**Input data**
• • •
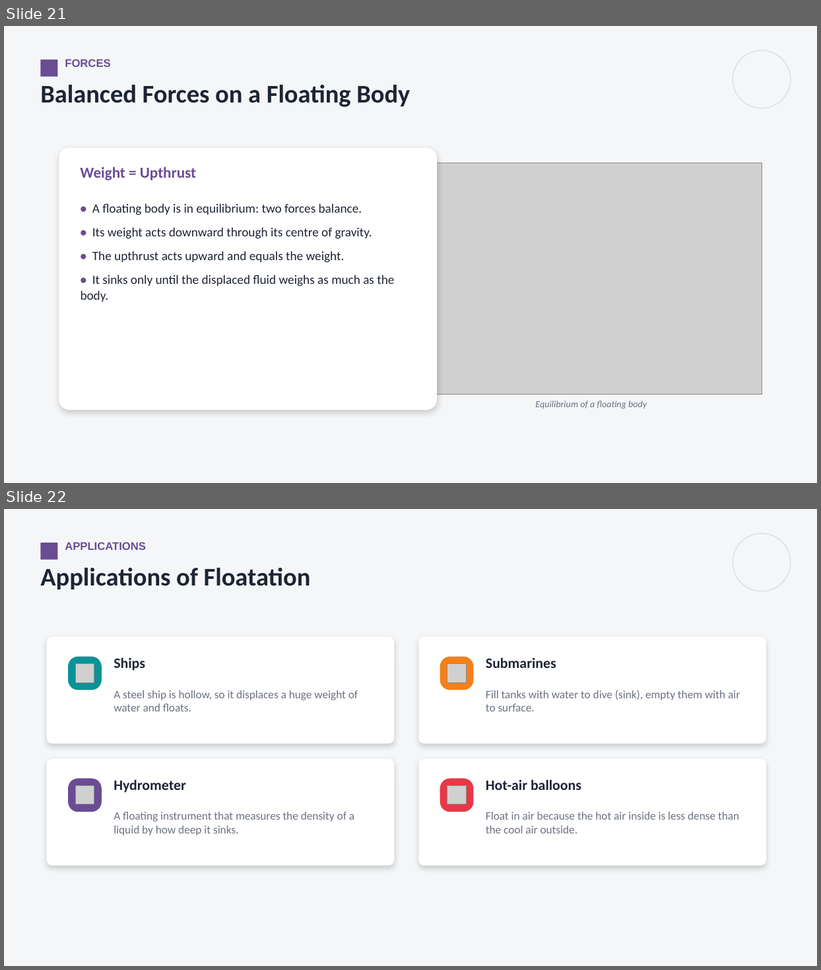
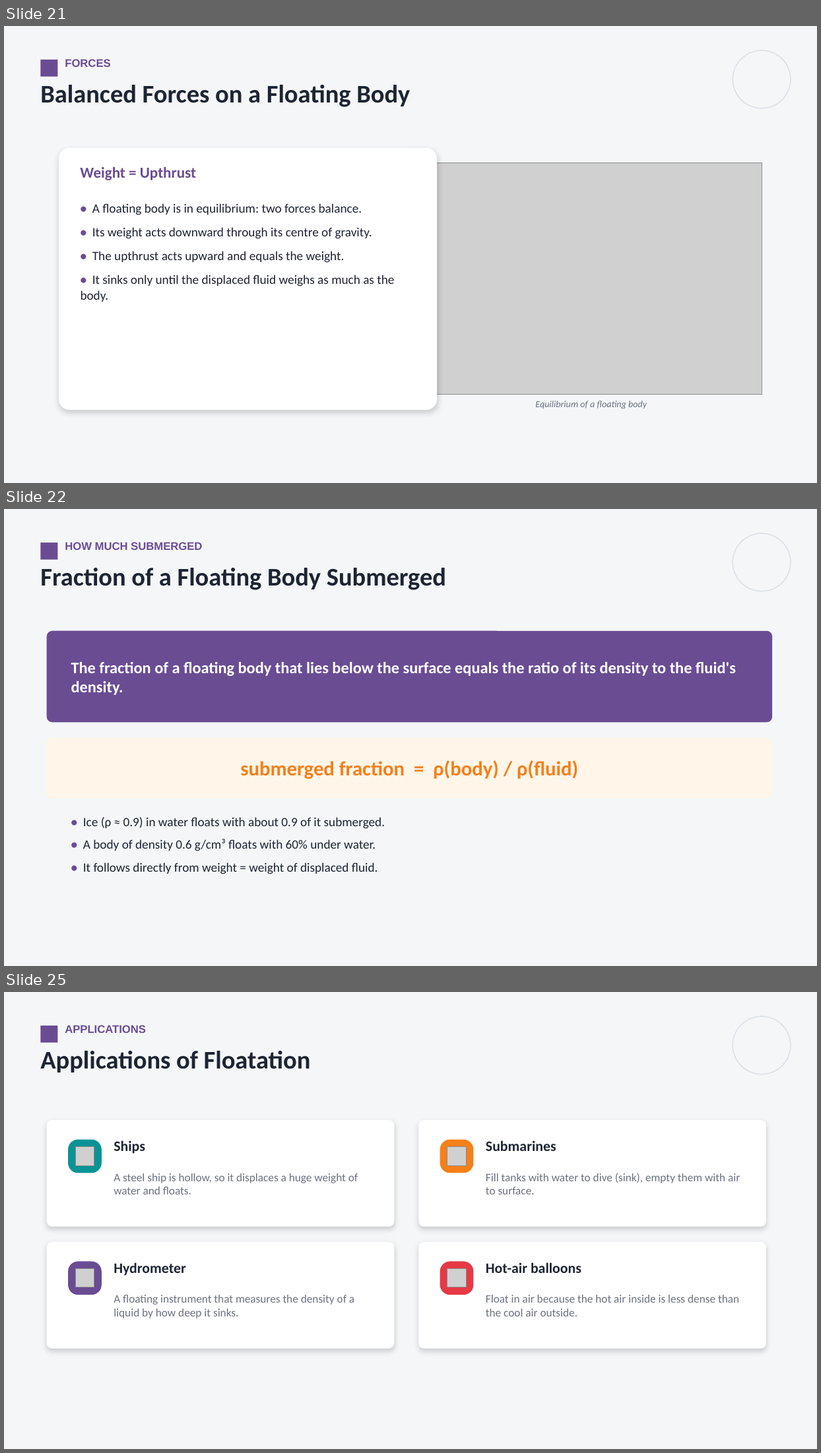
Before and after one commit to parmeshwars2911/MyFirstAR, a slide deck: ppt/Grade09/G9_S54_Upthrust_Archimedes_2.pptx. Shown one above the other, each under a label of ours: slides 21 and 22 before the commit, slides 21, 22 and 25 after it; the slides between them are not shown. The pictures are 821x970 and 821x1453 pixels, drawn with LibreOffice and Linux fonts; fonts in the diff are those of the drawing; grey boxes stand for pictures. Boxes give left, top, right and bottom in pixels: in the first picture for what was removed or moved away, otherwise in the second. Text is boxed around its words. In the diff, an @@ line names an element or a change of style, - is before the commit and + after.

```diff
--- a/ppt/Grade09/G9_S54_Upthrust_Archimedes_2.pptx
+++ b/ppt/Grade09/G9_S54_Upthrust_Archimedes_2.pptx
@@ slide 22 added at [4, 509, 817, 966], background #F4F6F8 @@
@@ rectangle added at [40, 543, 57, 560], fill #6A4C93 @@
@@ text added at [65, 542, 202, 550], 13 pt, text #6A4C93, bold @@
+HOW MUCH SUBMERGED
@@ ellipse added at [733, 533, 791, 591], outline #DDE2E8 1.25 pt @@
@@ text added at [40, 568, 446, 590], 30 pt, text #1D2433, bold @@
+Fraction of a Floating Body Submerged
@@ rounded rectangle added at [47, 631, 773, 722], fill #6A4C93 @@
@@ text added at [71, 662, 736, 695], 19 pt, text #FFFFFF, bold @@
+The fraction of a floating body that lies below the surface equals the ratio of its density to the fluid's density.
@@ rounded rectangle added at [47, 738, 773, 799], fill #FFF6E9 @@
@@ text added at [240, 760, 578, 780], 24 pt, text #F4801A, bold @@
+submerged fraction = ρ(body) / ρ(fluid)
@@ text added at [83, 817, 385, 875], 15 pt, text #1D2433 @@
+• Ice (ρ ≈ 0.9) in water floats with about 0.9 of it submerged.
+• A body of density 0.6 g/cm³ floats with 60% under water.
+• It follows directly from weight = weight of displaced fluid.
@@ what was slide 22 is now slide 25 @@
```
Also in this commit, not shown: 2 other slides added, 2 other files.
• • •
**Exercise goal**
Count the lines in the records above that contain "fluid". Reply with the number only.

**Answer for the task**
3